One of the trainers at the Jewish sports club told me I should become a diver. I really didn’t want to dive but he insisted, took my hand, led me up the diving stairs and thrust me off the diving board. That was in 1946, when I was fifteen or sixteen years old. I became quite a good diver, and I won many medals.
I met George Stern, my future husband, at one of the pools. He was friends with a man who lived in our building. George had seen me at the club and had asked his friend about me. The friend advised him to go to the swimming pool, as I was often there. George dove into the water one day while I was swimming, touched my leg and then initiated a conversation. He walked me home after and we began seeing each other.

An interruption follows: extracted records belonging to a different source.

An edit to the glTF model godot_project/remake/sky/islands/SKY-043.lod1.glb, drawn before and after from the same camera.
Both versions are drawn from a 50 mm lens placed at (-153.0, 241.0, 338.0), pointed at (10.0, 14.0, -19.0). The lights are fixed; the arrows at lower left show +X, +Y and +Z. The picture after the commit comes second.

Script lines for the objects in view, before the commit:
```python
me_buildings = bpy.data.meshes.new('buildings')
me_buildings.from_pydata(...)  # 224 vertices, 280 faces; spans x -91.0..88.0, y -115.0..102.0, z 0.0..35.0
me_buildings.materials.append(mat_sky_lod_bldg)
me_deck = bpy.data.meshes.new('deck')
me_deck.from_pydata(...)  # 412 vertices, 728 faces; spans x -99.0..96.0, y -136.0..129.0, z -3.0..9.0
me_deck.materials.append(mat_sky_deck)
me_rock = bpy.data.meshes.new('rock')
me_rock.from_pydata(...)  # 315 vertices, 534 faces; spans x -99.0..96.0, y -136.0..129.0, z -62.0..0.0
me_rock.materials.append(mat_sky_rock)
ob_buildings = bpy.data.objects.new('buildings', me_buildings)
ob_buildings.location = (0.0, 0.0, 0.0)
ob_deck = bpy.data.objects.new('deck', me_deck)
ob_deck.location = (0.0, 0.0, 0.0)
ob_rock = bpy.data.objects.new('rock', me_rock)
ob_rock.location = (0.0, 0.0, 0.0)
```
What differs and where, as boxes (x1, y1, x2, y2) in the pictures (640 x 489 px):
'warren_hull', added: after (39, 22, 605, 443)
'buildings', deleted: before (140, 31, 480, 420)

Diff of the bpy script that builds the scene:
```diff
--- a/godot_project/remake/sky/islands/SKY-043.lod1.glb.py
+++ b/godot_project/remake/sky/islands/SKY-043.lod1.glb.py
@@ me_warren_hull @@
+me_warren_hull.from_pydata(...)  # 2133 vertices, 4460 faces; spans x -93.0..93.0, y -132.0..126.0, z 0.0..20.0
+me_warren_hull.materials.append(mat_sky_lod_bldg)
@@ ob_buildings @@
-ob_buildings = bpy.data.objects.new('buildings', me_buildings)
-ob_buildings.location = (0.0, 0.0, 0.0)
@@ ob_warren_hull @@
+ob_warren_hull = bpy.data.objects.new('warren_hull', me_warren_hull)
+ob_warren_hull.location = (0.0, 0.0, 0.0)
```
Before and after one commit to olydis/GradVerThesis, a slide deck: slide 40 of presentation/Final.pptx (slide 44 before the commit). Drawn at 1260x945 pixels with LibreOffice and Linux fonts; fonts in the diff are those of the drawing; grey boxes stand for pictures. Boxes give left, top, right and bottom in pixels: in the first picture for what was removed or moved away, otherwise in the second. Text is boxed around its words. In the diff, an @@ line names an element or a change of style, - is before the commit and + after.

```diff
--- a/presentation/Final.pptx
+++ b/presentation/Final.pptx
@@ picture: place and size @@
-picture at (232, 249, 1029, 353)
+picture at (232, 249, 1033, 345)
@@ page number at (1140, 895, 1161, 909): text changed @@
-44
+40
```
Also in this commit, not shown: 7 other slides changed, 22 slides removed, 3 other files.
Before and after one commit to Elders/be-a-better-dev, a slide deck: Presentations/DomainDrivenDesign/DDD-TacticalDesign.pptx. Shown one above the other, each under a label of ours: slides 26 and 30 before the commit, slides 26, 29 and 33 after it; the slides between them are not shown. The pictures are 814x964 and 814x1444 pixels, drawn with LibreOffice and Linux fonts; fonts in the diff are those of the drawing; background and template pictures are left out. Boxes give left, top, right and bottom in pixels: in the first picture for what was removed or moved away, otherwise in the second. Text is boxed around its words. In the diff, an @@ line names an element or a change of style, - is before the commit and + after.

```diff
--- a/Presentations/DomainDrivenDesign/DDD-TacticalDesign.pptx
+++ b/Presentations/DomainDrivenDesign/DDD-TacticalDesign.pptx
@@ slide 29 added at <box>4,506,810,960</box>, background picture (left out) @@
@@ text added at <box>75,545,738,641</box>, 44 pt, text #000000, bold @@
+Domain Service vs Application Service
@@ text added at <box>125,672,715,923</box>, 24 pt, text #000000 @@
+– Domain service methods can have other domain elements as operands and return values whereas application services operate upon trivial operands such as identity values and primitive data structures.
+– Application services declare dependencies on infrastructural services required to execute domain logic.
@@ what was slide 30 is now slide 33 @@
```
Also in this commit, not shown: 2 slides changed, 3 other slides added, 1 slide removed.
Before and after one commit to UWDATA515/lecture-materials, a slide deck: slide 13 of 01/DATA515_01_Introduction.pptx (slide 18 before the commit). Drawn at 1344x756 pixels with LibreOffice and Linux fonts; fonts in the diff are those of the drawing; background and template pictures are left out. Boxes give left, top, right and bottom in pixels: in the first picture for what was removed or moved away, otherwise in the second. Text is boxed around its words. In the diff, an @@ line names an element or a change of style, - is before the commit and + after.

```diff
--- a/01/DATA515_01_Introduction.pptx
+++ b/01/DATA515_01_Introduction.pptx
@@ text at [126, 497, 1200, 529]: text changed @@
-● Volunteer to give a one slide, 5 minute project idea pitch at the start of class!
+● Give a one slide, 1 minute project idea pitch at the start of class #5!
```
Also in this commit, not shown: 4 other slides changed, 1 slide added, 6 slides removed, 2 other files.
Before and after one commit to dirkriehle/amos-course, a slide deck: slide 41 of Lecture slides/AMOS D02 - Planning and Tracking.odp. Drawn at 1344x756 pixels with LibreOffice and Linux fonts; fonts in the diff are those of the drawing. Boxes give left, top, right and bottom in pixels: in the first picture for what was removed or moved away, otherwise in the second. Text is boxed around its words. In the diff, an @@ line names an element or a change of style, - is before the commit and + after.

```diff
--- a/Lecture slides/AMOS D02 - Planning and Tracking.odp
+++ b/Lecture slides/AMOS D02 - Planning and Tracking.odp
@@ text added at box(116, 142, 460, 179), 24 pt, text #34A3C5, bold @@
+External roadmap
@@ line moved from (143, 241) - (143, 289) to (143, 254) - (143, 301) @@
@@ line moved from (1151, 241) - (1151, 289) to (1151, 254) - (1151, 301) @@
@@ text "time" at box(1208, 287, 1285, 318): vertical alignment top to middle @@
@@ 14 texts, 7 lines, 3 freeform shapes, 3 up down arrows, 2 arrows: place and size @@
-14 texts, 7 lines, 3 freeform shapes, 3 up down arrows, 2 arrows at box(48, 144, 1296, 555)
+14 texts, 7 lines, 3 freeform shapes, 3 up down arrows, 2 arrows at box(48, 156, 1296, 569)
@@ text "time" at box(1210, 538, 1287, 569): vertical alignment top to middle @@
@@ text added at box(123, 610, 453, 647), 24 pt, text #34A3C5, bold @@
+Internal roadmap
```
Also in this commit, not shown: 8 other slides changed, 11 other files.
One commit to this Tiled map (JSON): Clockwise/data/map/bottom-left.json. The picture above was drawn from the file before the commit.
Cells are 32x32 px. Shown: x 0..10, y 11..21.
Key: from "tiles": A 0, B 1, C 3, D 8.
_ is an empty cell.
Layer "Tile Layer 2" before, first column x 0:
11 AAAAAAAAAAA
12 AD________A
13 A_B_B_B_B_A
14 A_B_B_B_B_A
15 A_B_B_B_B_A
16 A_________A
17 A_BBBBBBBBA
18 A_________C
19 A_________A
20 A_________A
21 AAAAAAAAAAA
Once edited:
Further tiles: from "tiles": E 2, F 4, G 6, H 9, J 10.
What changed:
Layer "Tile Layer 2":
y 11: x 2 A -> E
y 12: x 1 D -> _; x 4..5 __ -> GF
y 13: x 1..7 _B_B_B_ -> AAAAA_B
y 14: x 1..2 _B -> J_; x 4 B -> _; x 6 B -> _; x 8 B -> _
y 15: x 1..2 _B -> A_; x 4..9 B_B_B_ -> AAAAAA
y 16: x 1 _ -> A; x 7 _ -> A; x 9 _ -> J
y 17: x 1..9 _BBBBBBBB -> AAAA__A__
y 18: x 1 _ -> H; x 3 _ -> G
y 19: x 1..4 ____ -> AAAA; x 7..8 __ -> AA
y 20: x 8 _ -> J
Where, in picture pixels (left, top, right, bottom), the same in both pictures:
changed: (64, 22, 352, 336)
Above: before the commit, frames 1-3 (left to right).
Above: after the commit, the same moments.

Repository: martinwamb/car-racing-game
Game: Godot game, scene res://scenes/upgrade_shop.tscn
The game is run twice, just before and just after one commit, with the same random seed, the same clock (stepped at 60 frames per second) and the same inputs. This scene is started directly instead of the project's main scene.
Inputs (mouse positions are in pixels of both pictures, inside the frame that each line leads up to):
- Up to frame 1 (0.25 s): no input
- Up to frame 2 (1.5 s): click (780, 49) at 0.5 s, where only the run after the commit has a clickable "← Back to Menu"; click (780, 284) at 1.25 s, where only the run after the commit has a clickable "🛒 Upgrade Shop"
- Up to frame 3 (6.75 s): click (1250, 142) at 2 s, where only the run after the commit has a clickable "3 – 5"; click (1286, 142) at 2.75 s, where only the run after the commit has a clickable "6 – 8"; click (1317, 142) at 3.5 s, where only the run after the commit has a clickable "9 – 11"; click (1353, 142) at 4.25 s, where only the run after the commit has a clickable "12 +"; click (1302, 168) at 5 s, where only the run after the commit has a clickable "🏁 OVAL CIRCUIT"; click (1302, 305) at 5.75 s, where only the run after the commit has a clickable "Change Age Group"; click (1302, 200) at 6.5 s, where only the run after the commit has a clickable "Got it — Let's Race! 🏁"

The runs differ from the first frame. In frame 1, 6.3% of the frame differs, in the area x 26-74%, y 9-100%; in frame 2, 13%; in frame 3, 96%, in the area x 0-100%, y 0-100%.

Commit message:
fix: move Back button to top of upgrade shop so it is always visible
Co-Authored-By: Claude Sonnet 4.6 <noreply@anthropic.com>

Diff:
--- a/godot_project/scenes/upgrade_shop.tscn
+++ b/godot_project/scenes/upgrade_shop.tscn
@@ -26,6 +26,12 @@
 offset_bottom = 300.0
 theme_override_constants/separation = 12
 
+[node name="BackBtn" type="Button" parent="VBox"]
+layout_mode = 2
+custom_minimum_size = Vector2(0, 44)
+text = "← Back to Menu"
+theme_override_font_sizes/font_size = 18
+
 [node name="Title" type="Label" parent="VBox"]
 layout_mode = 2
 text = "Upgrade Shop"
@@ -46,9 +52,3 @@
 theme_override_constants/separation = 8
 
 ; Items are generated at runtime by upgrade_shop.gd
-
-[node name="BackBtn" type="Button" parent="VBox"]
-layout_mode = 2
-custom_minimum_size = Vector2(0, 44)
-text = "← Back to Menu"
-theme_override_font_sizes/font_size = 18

One cold day in February 1946, after I had finished swimming, I waited for my wet hair to dry before going outside. We didn’t have money for a hairdryer, so it took a long time. George waited for me all that time and then walked me home. He was so patient.
In the summer we often went for walks around the city. Budapest was gorgeous again by then. We continued to go out casually, but after a time we stopped seeing each other. We were just teenagers, and we were going to different schools, so we lost touch.
My mother died of a heart attack in 1947. The war had just been too much for her to endure. She was only forty-eight. My sister Éva and I had tried to help her, but we couldn’t. Losing her was unbearable. I remember being with Éva after we had seen that my mother had passed. We were both suffering so much, and it was especially hard for Éva, the youngest, who was so close to our mother. We cried all night, and in the morning went across the street to where my uncle Mandi and aunt Margit were living to tell them. They just couldn’t believe it.
At the time of my mother’s death, Klara had already left home to attend a rabbinical and teacher’s college. The director of the college, Dr. Sándor Scheiber, officiated at my mother’s funeral and attended the cemetery. Even George came to sit shiva with me and my family.
I did not go back to school after my mother died. I wanted to work and make money. Life was extremely hard for us in 1948. My father was a changed man. He had been a high-ranking army officer before the war and was deeply depressed afterward, even more so after my mother’s death. He would complain that the Germans had made us eat dirt and clean toilets. To make things worse, the Communist Party took his business away that year. My sisters encouraged him to remarry, which he eventually did, to a very nice woman.
I was finding postwar life in Budapest to be so difficult. The antisemitic attitudes and behaviour of the other members of the swimming team became unbearable, and I just wanted to leave Hungary and go to Israel.